> _The data_
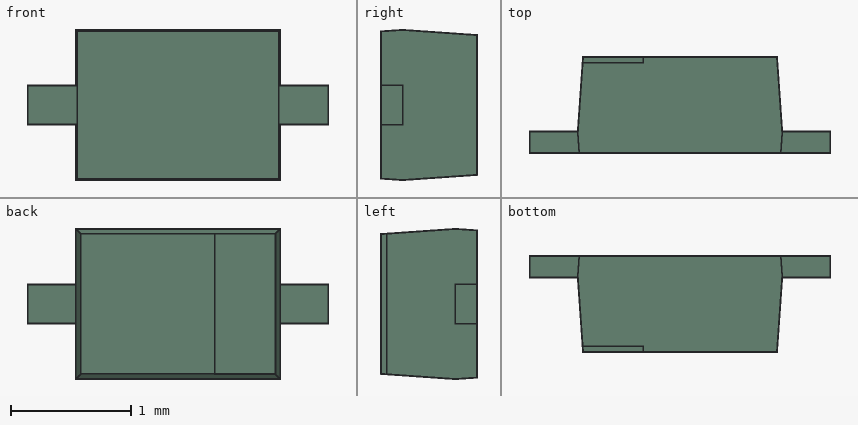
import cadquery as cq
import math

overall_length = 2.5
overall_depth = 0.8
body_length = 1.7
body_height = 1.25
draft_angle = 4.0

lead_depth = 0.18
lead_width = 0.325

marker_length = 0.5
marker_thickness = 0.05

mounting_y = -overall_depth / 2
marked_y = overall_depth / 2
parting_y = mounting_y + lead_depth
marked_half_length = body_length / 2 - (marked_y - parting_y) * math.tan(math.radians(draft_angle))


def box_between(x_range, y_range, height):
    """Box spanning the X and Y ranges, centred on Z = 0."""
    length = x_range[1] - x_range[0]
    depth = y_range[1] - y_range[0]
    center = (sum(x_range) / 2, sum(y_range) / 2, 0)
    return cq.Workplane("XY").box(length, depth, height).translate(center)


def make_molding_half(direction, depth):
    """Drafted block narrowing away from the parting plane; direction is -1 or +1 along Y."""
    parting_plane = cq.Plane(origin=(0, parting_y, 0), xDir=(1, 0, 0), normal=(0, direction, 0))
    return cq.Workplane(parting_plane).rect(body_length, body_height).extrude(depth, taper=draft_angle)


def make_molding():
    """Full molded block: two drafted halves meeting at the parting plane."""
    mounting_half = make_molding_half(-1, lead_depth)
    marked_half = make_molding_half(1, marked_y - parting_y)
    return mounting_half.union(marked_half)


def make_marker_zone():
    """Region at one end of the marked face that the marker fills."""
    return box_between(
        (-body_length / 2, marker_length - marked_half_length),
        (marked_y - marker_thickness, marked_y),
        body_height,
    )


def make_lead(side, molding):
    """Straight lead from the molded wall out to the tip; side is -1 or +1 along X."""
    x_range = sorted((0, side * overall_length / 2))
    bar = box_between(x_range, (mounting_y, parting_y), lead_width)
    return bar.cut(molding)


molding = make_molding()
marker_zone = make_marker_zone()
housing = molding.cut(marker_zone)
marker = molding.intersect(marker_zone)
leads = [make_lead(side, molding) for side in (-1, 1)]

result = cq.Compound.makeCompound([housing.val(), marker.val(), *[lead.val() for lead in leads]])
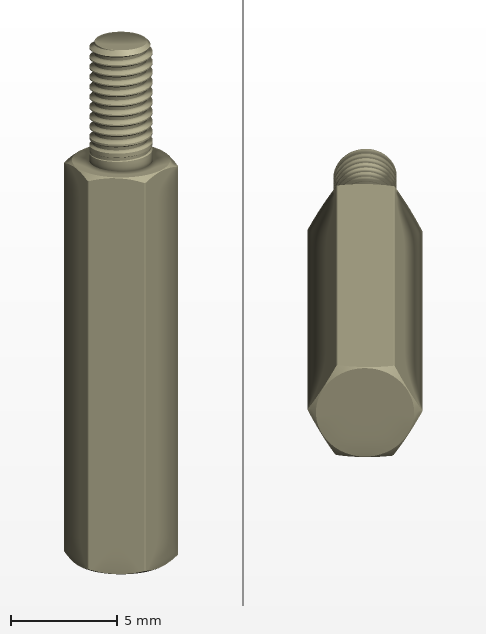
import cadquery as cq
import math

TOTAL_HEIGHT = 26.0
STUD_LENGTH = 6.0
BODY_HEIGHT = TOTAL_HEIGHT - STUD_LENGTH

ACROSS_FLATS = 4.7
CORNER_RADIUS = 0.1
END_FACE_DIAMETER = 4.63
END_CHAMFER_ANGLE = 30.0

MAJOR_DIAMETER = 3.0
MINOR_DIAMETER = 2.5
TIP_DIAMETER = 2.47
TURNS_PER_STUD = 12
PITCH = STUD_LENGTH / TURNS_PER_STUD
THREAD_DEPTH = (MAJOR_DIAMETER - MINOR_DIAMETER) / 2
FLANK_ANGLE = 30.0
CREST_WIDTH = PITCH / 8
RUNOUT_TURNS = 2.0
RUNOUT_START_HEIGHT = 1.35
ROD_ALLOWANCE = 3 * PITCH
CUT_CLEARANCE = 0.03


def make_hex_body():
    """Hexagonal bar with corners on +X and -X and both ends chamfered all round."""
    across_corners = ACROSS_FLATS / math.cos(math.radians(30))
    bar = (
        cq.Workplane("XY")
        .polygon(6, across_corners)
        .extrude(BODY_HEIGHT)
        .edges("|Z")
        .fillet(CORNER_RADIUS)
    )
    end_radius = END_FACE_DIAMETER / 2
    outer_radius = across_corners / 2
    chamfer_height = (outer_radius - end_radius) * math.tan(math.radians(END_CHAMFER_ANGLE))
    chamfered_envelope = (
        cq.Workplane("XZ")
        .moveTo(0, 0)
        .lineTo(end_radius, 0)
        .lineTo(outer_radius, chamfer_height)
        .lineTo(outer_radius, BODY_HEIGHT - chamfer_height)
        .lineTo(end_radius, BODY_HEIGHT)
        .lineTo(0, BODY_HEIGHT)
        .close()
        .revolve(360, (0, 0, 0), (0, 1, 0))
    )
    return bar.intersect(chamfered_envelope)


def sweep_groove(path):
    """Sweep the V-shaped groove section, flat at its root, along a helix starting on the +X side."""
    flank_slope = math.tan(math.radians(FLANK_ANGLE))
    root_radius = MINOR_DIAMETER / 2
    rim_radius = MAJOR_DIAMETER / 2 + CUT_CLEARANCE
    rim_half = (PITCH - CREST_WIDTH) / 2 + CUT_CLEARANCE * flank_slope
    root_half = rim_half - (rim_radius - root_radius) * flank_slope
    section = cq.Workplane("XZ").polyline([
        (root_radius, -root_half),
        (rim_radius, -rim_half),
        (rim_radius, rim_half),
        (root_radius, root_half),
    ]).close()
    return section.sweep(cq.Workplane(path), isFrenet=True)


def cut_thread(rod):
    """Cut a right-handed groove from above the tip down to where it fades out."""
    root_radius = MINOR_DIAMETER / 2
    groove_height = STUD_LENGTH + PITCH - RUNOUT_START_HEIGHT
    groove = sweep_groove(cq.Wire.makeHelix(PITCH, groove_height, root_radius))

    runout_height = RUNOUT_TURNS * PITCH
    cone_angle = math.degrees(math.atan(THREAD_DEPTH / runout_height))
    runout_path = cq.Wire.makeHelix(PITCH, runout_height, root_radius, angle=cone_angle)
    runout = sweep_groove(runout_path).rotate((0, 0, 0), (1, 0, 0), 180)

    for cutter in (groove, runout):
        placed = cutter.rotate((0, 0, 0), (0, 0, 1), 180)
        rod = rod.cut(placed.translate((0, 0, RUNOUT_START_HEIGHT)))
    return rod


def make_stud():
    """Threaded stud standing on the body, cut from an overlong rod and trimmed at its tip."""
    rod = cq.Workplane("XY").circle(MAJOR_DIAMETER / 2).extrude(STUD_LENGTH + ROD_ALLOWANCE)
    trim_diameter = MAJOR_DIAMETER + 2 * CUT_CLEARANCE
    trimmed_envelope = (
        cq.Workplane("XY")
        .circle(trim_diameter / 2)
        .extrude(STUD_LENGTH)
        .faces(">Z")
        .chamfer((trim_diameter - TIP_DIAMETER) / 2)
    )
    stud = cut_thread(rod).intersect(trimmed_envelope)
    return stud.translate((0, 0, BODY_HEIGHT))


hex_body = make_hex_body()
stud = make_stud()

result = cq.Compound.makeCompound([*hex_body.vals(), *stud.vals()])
---
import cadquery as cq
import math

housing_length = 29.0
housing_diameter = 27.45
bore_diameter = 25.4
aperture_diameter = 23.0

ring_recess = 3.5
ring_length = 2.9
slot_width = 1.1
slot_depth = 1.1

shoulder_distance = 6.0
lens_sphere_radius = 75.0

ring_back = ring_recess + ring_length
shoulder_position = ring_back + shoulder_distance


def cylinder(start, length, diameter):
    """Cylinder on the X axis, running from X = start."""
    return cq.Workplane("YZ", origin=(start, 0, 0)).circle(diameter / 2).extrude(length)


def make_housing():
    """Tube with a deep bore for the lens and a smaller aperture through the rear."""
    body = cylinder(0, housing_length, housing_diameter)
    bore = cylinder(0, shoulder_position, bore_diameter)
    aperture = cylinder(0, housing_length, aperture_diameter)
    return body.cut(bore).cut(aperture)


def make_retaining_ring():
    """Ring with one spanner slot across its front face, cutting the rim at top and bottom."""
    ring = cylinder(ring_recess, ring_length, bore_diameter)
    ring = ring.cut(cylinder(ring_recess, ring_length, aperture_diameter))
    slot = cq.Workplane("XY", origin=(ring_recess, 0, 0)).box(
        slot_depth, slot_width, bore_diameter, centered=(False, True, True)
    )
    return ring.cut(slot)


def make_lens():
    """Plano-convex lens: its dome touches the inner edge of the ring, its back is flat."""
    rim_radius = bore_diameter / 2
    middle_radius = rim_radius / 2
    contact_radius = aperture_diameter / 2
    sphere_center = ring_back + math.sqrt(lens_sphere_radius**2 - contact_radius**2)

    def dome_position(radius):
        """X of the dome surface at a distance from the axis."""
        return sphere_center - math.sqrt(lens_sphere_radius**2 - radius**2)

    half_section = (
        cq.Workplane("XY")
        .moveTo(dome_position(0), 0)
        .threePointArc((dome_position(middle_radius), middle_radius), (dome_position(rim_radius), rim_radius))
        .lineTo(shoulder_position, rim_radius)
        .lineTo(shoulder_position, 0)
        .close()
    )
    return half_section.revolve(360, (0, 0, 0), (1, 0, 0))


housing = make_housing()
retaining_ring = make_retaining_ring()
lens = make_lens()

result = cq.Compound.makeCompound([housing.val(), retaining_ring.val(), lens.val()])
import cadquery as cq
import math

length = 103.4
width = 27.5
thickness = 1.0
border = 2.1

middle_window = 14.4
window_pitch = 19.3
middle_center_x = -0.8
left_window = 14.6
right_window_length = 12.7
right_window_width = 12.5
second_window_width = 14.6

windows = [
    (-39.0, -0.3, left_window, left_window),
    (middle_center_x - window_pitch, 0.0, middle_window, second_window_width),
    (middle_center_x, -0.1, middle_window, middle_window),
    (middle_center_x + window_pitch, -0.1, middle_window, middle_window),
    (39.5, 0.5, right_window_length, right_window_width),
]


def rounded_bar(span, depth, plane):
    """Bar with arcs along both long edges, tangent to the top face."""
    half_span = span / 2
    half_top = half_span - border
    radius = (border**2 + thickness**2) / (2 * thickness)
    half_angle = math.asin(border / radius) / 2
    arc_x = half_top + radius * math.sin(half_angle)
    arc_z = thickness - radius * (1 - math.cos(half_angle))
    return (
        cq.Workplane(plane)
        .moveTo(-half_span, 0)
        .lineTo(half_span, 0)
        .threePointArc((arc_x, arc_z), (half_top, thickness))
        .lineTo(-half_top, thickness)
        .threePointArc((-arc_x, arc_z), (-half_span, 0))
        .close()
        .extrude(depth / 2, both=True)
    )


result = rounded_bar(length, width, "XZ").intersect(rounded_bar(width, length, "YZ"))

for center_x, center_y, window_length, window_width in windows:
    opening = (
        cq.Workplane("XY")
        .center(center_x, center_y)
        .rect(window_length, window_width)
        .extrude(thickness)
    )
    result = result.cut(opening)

> _What is needed_
In the entries above, find the line with "slot_depth = 1.1" and the line with "aperture = cylinder(0, housing_length, aperture_diameter)", then set down exactly those two and every line between them, nothing else.

> _Answer to the problem_
slot_depth = 1.1

shoulder_distance = 6.0
lens_sphere_radius = 75.0

ring_back = ring_recess + ring_length
shoulder_position = ring_back + shoulder_distance


def cylinder(start, length, diameter):
    """Cylinder on the X axis, running from X = start."""
    return cq.Workplane("YZ", origin=(start, 0, 0)).circle(diameter / 2).extrude(length)


def make_housing():
    """Tube with a deep bore for the lens and a smaller aperture through the rear."""
    body = cylinder(0, housing_length, housing_diameter)
    bore = cylinder(0, shoulder_position, bore_diameter)
    aperture = cylinder(0, housing_length, aperture_diameter)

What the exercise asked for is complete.